Traws Pharma Secures $60M PIPE ($10M Upfront), Plans Q2 Influenza Challenge Trial
Traws Pharma secured a $60M PIPE financing ($10M upfront) to fund operations through Q1 2027 and advance its once-monthly influenza prophylactic candidate tivoxavir marboxil into a human challenge trial pending MHRA approval. Ratutrelvir Phase 2a topline data show a differentiated safety profile versus PAXLOVID in COVID patients, with final analysis underway.
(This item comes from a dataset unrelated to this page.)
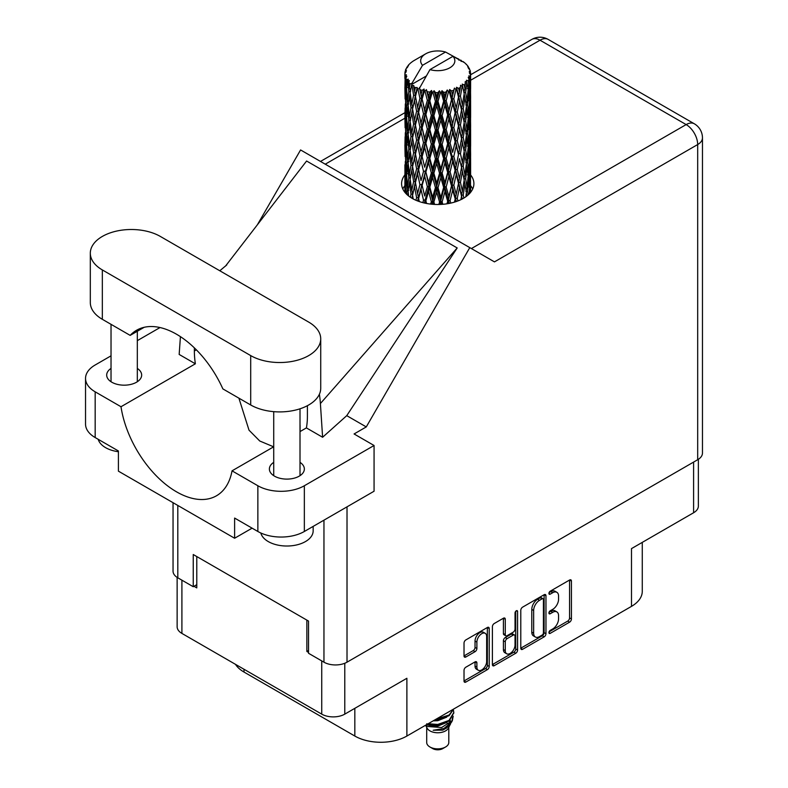 <?xml version="1.0" encoding="UTF-8"?>
<svg xmlns="http://www.w3.org/2000/svg" width="788" height="788" viewBox="0 0 788 788"><rect width="100%" height="100%" fill="white"/><g stroke="black" fill="none" stroke-linecap="round" stroke-linejoin="round"><path stroke-width="1.18" d="M485.231 633.325L483.369 632.252A6.905 3.989 120 0 0 479.912 632.597A6.905 3.989 120 0 0 475.036 641.058L476.888 642.131A6.905 3.989 120 0 1 481.773 633.67A6.905 3.989 120 0 1 485.231 633.325A6.905 3.989 120 0 1 486.659 636.487L486.659 661.457A6.905 3.989 120 0 1 483.645 668.411A6.905 3.989 120 0 1 478.326 670.263A6.905 3.989 120 0 1 476.888 667.101L476.888 662.935A2.581 1.487 120 0 0 476.356 661.753A2.581 1.487 120 0 0 475.065 661.881L465.856 667.2A2.581 1.487 120 0 0 464.024 670.361L464.024 681.009A2.581 1.487 120 0 0 464.556 682.191A2.581 1.487 120 0 0 465.856 682.063L487.388 669.633A2.581 1.487 120 0 0 489.21 666.471L489.21 628.538A2.581 1.487 120 0 0 488.678 627.356A2.581 1.487 120 0 0 487.388 627.484L465.856 639.915A2.581 1.487 120 0 0 464.024 643.077L464.024 655.931A2.581 1.487 120 0 0 464.556 657.113A2.581 1.487 120 0 0 465.856 656.985L475.065 651.666A2.581 1.487 120 0 0 476.888 648.504L476.888 642.131M516.317 610.779L517.588 611.518A1.803 1.044 120 0 0 517.214 610.69A1.803 1.044 120 0 0 516.317 610.779A1.803 1.044 120 0 0 515.037 612.995L515.037 629.011A2.581 1.487 120 0 1 513.215 632.173L507.098 635.699A2.581 1.487 120 0 1 505.807 635.827A2.581 1.487 120 0 1 505.275 634.645L505.275 619.26A2.581 1.487 120 0 0 504.734 618.078A2.581 1.487 120 0 0 503.443 618.206L505.275 619.26M520.789 610.306L520.789 648.238A2.581 1.487 120 0 0 521.321 649.42A2.581 1.487 120 0 0 522.611 649.292L544.144 636.862A2.581 1.487 120 0 0 545.966 633.7L545.966 595.767A2.581 1.487 120 0 0 545.434 594.585A2.581 1.487 120 0 0 544.144 594.713L522.611 607.144A2.581 1.487 120 0 0 520.789 610.306M552.723 628.952L550.211 630.4A1.803 1.044 120 0 0 549.029 631.996A1.803 1.044 120 0 0 549.315 633.444A1.803 1.044 120 0 0 550.211 633.355L569.606 622.156A2.581 1.487 120 0 0 571.428 618.994L571.428 581.061A2.581 1.487 120 0 0 570.896 579.879A2.581 1.487 120 0 0 569.606 580.007L550.211 591.207A1.803 1.044 120 0 0 549.029 592.803A1.803 1.044 120 0 0 549.315 594.25A1.803 1.044 120 0 0 550.211 594.162L552.723 592.704A8.264 4.767 120 0 1 556.85 592.3A8.264 4.767 120 0 1 558.564 596.083L558.564 599.244A8.264 4.767 120 0 1 552.723 609.36L550.211 610.808A1.803 1.044 120 0 0 549.029 612.394A1.803 1.044 120 0 0 549.315 613.842A1.803 1.044 120 0 0 550.211 613.754L552.723 612.306A8.264 4.767 120 0 1 556.85 611.902A8.264 4.767 120 0 1 558.564 615.684L558.564 618.836A8.264 4.767 120 0 1 552.723 628.952M492.401 664.58L513.904 652.168L515.766 653.242A2.581 1.487 120 0 0 517.588 650.08L517.588 611.518M515.766 653.242L494.234 665.673A2.581 1.487 120 0 1 492.943 665.801A2.581 1.487 120 0 1 492.401 664.619L492.401 626.687A2.581 1.487 120 0 1 494.234 623.525L503.443 618.206M344.78 663.26L344.78 714.135L406.884 678.281L406.884 736.041L631.493 606.366L631.493 548.606L693.598 512.752L693.598 462.083M244.004 669.268L244.004 672.056L354.827 736.041L354.827 708.343M244.004 672.056A36.809 21.256 180 0 1 235.474 664.343M642.269 542.38L642.269 591.335A36.809 21.256 180 0 1 631.493 606.366M406.884 736.041A36.809 21.256 180 0 1 354.827 736.041M344.78 714.135A16.302 9.417 180 0 1 321.731 714.135L181.91 633.414A16.302 9.417 180 0 1 177.133 626.755L177.133 577.387M308.522 650.484L306.857 651.449L308.522 652.415M306.857 651.449L306.857 620.097M193.996 586.292L196.783 587.897L196.783 556.555M556.85 611.902L554.998 610.828A8.264 4.767 120 0 0 550.861 611.232L552.723 612.306M549.078 612.266L550.861 611.232M556.85 592.3L554.998 591.227A8.264 4.767 120 0 0 550.861 591.63L552.723 592.704M549.078 592.665L550.861 591.63M549.078 631.868L567.744 621.082A2.581 1.487 120 0 0 569.566 617.93L569.566 580.027M520.789 648.199L542.282 635.788A2.581 1.487 120 0 0 544.114 632.626L544.114 594.733M542.134 635.069A1.803 1.044 120 0 0 543.415 632.853L543.415 599.56A1.803 1.044 120 0 0 543.04 598.732A1.803 1.044 120 0 0 542.134 598.821L539.494 600.348A8.264 4.767 120 0 0 533.653 610.464L533.653 633.227A8.264 4.767 120 0 0 535.357 637A8.264 4.767 120 0 0 539.494 636.596L542.134 635.069M543.04 598.732L541.179 597.659A1.803 1.044 120 0 0 540.282 597.747L542.134 598.821M535.357 637L533.506 635.926A8.264 4.767 120 0 1 531.792 632.153L531.792 609.39A8.264 4.767 120 0 1 537.633 599.274L540.282 597.747M503.414 618.225L503.414 633.572A2.581 1.487 120 0 0 503.946 634.754L505.807 635.827M515.736 611.281L515.736 649.007L517.588 650.08M505.275 650.612A6.905 3.989 120 0 0 506.704 653.774A6.905 3.989 120 0 0 512.023 651.922A6.905 3.989 120 0 0 515.037 644.968L515.037 636.172A2.581 1.487 120 0 0 514.505 634.99A2.581 1.487 120 0 0 513.215 635.118L507.098 638.654A2.581 1.487 120 0 0 505.275 641.806L505.275 650.612L503.414 649.539A6.905 3.989 120 0 0 504.842 652.7L506.704 653.774M514.505 634.99L512.643 633.916A2.581 1.487 120 0 0 511.353 634.045L513.215 635.118M503.414 649.539L503.414 640.733A2.581 1.487 120 0 1 505.236 637.581L511.353 634.045M513.904 652.168A2.581 1.487 120 0 0 515.736 649.007M478.326 670.263L476.464 669.189A6.905 3.989 120 0 1 475.036 666.027L475.036 661.9M465.856 656.985L464.024 655.931L473.204 650.592A2.581 1.487 120 0 0 475.036 647.431L475.036 641.058M464.024 680.97L485.526 668.559A2.581 1.487 120 0 0 487.348 665.397L487.348 627.504M698.365 459.305L698.365 506.103A16.302 9.417 180 0 1 693.598 512.752M160.338 236.439A41.015 23.679 0 0 0 102.332 236.439A41.015 23.679 0 0 0 90.315 253.184A41.015 23.679 0 0 0 102.332 269.929L250.702 355.595A41.015 23.679 0 0 0 295.401 360.727A41.015 23.679 0 0 0 320.726 338.85A41.015 23.679 0 0 0 308.709 322.105L160.338 236.439M313.161 526.394L313.161 530.836A26.299 15.179 180 0 1 305.458 541.573A26.299 15.179 180 0 1 278.568 545.247A26.299 15.179 180 0 1 260.838 533.003M118.407 451.721A26.299 15.179 180 0 1 98.214 439.31M273.722 462.349A17.484 10.096 0 0 0 269.378 469.008A17.484 10.096 0 0 0 280.173 478.336A17.484 10.096 0 0 0 299.233 476.149A17.484 10.096 0 0 0 304.355 469.008A17.484 10.096 0 0 0 300.011 462.349M111.029 368.42A17.484 10.096 0 0 0 106.685 375.078A17.484 10.096 0 0 0 117.481 384.406A17.484 10.096 0 0 0 136.541 382.219A17.484 10.096 0 0 0 141.663 375.078A17.484 10.096 0 0 0 137.319 368.42M404.884 174.916A36.159 20.872 0 0 0 401.594 183.624A36.159 20.872 0 0 0 423.914 202.91A36.159 20.872 0 0 0 463.314 198.379A36.159 20.872 0 0 0 473.903 183.624A36.159 20.872 0 0 0 470.613 174.926M470.603 185.653A36.159 20.872 180 0 1 472.692 188.992M90.315 253.184L90.315 302.562A41.015 23.679 0 0 0 102.332 319.307L130.168 335.383A79.933 46.147 -120 0 1 136.551 330.271A79.933 46.147 -120 0 1 222.866 388.898L250.702 404.973A41.015 23.679 0 0 0 295.401 410.105A41.015 23.679 0 0 0 320.726 388.228L320.726 338.85M257.863 485.753A32.869 18.981 0 0 0 304.345 485.753L374.064 445.496L374.064 491.229L304.345 531.486A32.869 18.981 180 0 1 257.863 531.486L257.863 485.753L232.036 470.84L273.722 446.776M252.101 528.157L234.617 538.243L234.617 518.071L257.863 531.486M111.029 355.831L95.171 364.992A32.869 18.981 0 0 0 85.537 378.407A32.869 18.981 0 0 0 95.171 391.823L95.171 437.557L118.407 450.972L118.407 471.155L234.617 538.243M95.171 437.557A32.869 18.981 180 0 1 85.537 424.141L85.537 378.407M697.685 459.729L697.685 144.549A16.302 9.417 180 0 0 702.463 137.89L702.463 453.07A16.302 9.417 180 0 1 697.685 459.729L347.016 662.186A16.302 9.417 180 0 1 323.957 662.186L308.522 653.272L308.522 621.072L193.247 554.516L193.247 586.715L177.812 577.811A16.302 9.417 180 0 1 173.045 571.152L173.045 502.695M374.064 445.496L354.078 433.961L366.272 426.919L469.786 247.629L494.273 261.774M257.371 224.787L300.583 149.947L469.786 247.629M160.013 327.552L137.319 340.652M180.432 336.643L179.162 354.442L195.365 363.8L120.997 406.736L95.171 391.823M366.272 426.919L346.75 415.65L322.607 437.261L306.404 427.904L300.011 431.597M225.526 266.068L306.591 161.008L457.198 247.954L320.401 403.535L322.607 437.261M346.75 415.65L457.198 247.954M193.247 586.715L196.783 584.676M402.806 188.992A36.159 20.872 180 0 1 404.884 185.663M120.997 406.736A79.933 46.147 -120 0 0 159.895 479.34A79.933 46.147 -120 0 0 216.483 495.78A79.933 46.147 -120 0 0 232.036 470.84M238.902 398.167L249.008 430.169L259.754 441.004L273.643 446.826M307.409 405.692L307.409 416.241A79.933 46.147 60 0 1 306.404 427.904M320.401 403.535A98.608 56.933 -120 0 0 319.386 394.236M195.365 363.8A79.933 46.147 60 0 1 194.36 350.975L194.36 347.872M144.165 327.306L130.168 335.383M300.011 424.988A3.29 1.901 -60 0 1 300.07 425.53L300.07 431.568M426.702 727.334L426.702 742.483A11.042 6.373 0 0 0 429.943 746.994L432.73 748.6A7.102 4.098 0 0 0 442.767 748.6L445.555 746.994A11.042 6.373 0 0 0 448.796 742.483L448.796 727.334M432.73 748.6L429.943 746.994A11.042 6.373 0 0 0 445.555 746.994M425.589 725.236L427.195 728.25A11.042 6.373 0 0 0 429.943 730.89A11.042 6.373 0 0 0 448.313 728.25L450.736 723.463M448.421 724.733A11.042 6.373 0 0 0 446.609 722.576M425.845 725.088L427.963 726.516L441.635 727.521L452.361 720.606L451.485 722.271L443.93 728.526L433.173 730.249L442.728 730.151L450.263 724.566M452.45 717.582L452.026 721.02M452.361 720.606L453.179 716.164M427.963 723.867A16.036 9.259 0 0 0 431.607 725.088L437.754 725.118L449.091 721.069L453.78 712.845M428.209 723.729L437.754 724.448L449.091 720.399L453.789 712.51L453.415 710.155M434.828 719.907L437.754 719.749L449.091 715.701L453.691 709.013M436.04 719.208L449.091 715.031L453.524 709.111M414.508 91.329L413.67 86.611A32.869 18.981 0 0 0 414.508 87.113A32.869 18.981 0 0 0 415.374 87.596L414.508 91.329L415.434 95.279L414.508 100.293L416.596 111.305L414.508 120.091L412.587 108.99L417.335 88.571L417.197 87.517L415.374 87.596M412.587 108.99L414.508 100.293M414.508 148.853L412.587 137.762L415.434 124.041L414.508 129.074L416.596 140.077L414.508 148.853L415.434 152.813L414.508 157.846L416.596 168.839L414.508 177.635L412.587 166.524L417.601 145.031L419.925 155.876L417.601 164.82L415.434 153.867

1. Full Year 2025 Results and PIPE Financing
Traws Pharma reported financial results for the year ended December 31, 2025 and closed a private investment in public equity financing of up to $60 million, including $10 million in initial gross proceeds from the sale of 5,982,919 shares at $1.6730 per share. The financing includes milestone-based warrants and common warrants exercisable over three years to support operations into Q1 2027.
2. Tivoxavir Marboxil Influenza Prophylactic Program
The Phase 1 bridging study in Australia is evaluating a compressed tablet formulation of tivoxavir marboxil designed for once-monthly influenza prophylaxis, aiming to confirm 28-day coverage. Subject to MHRA approval, Traws plans to initiate a single-dose human influenza challenge trial in Q2 2026 while engaging with the U.S. FDA to lift the clinical hold.
3. Ratutrelvir Phase 2a COVID Trial Data
Topline Phase 2a data for Ratutrelvir in COVID-19 patients revealed a differentiated safety profile compared to PAXLOVID, with overall favorable tolerability. Final study analysis is underway, potentially positioning Ratutrelvir as an alternative oral antiviral therapy.